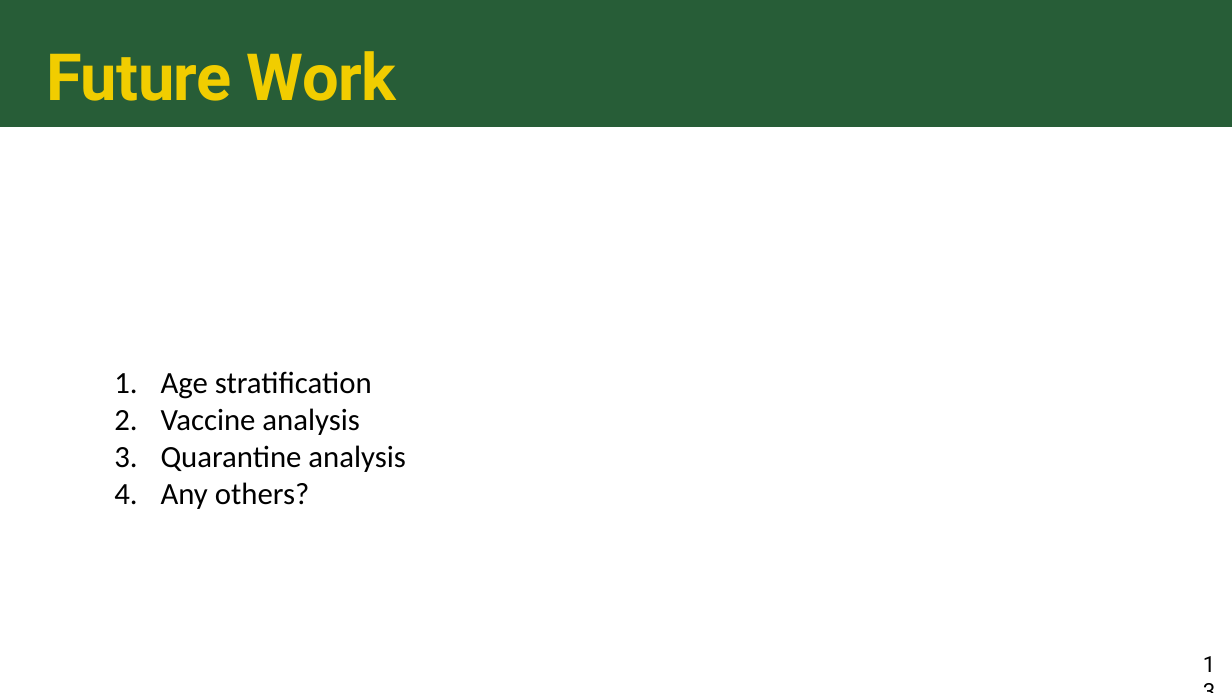
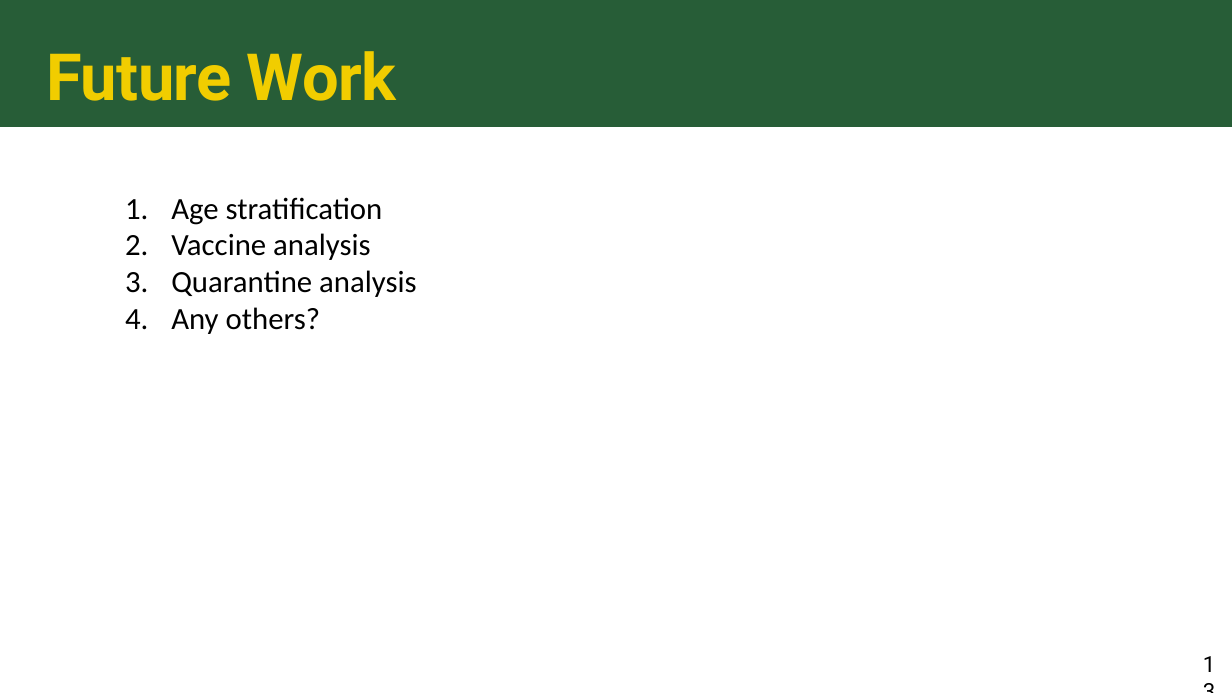
Before and after one commit to colbychristian/mpox_sier, a slide deck: slide 13 of Mpox_education_PPT.pptx. Drawn at 1232x693 pixels with LibreOffice and Linux fonts; fonts in the diff are those of the drawing. Boxes give left, top, right and bottom in pixels: in the first picture for what was removed or moved away, otherwise in the second. Text is boxed around its words. In the diff, an @@ line names an element or a change of style, - is before the commit and + after.

```diff
--- a/Mpox_education_PPT.pptx
+++ b/Mpox_education_PPT.pptx
@@ text "Age stratification": place and size @@
-text "Age stratification" at [161,371,406,509]
+text "Age stratification" at [171,197,417,334]
```
Also in this commit, not shown: 2 other slides changed, 4 slides added, 1 slide removed.

════════

*TASK PROMPT*: What lines in the entries above hold "slide"? Copy every one.

*EXERCISE OUTPUT*:
Before and after one commit to colbychristian/mpox_sier, a slide deck: slide 13 of Mpox_education_PPT.pptx. Drawn at 1232x693 pixels with LibreOffice and Linux fonts; fonts in the diff are those of the drawing. Boxes give left, top, right and bottom in pixels: in the first picture for what was removed or moved away, otherwise in the second. Text is boxed around its words. In the diff, an @@ line names an element or a change of style, - is before the commit and + after.
Also in this commit, not shown: 2 other slides changed, 4 slides added, 1 slide removed.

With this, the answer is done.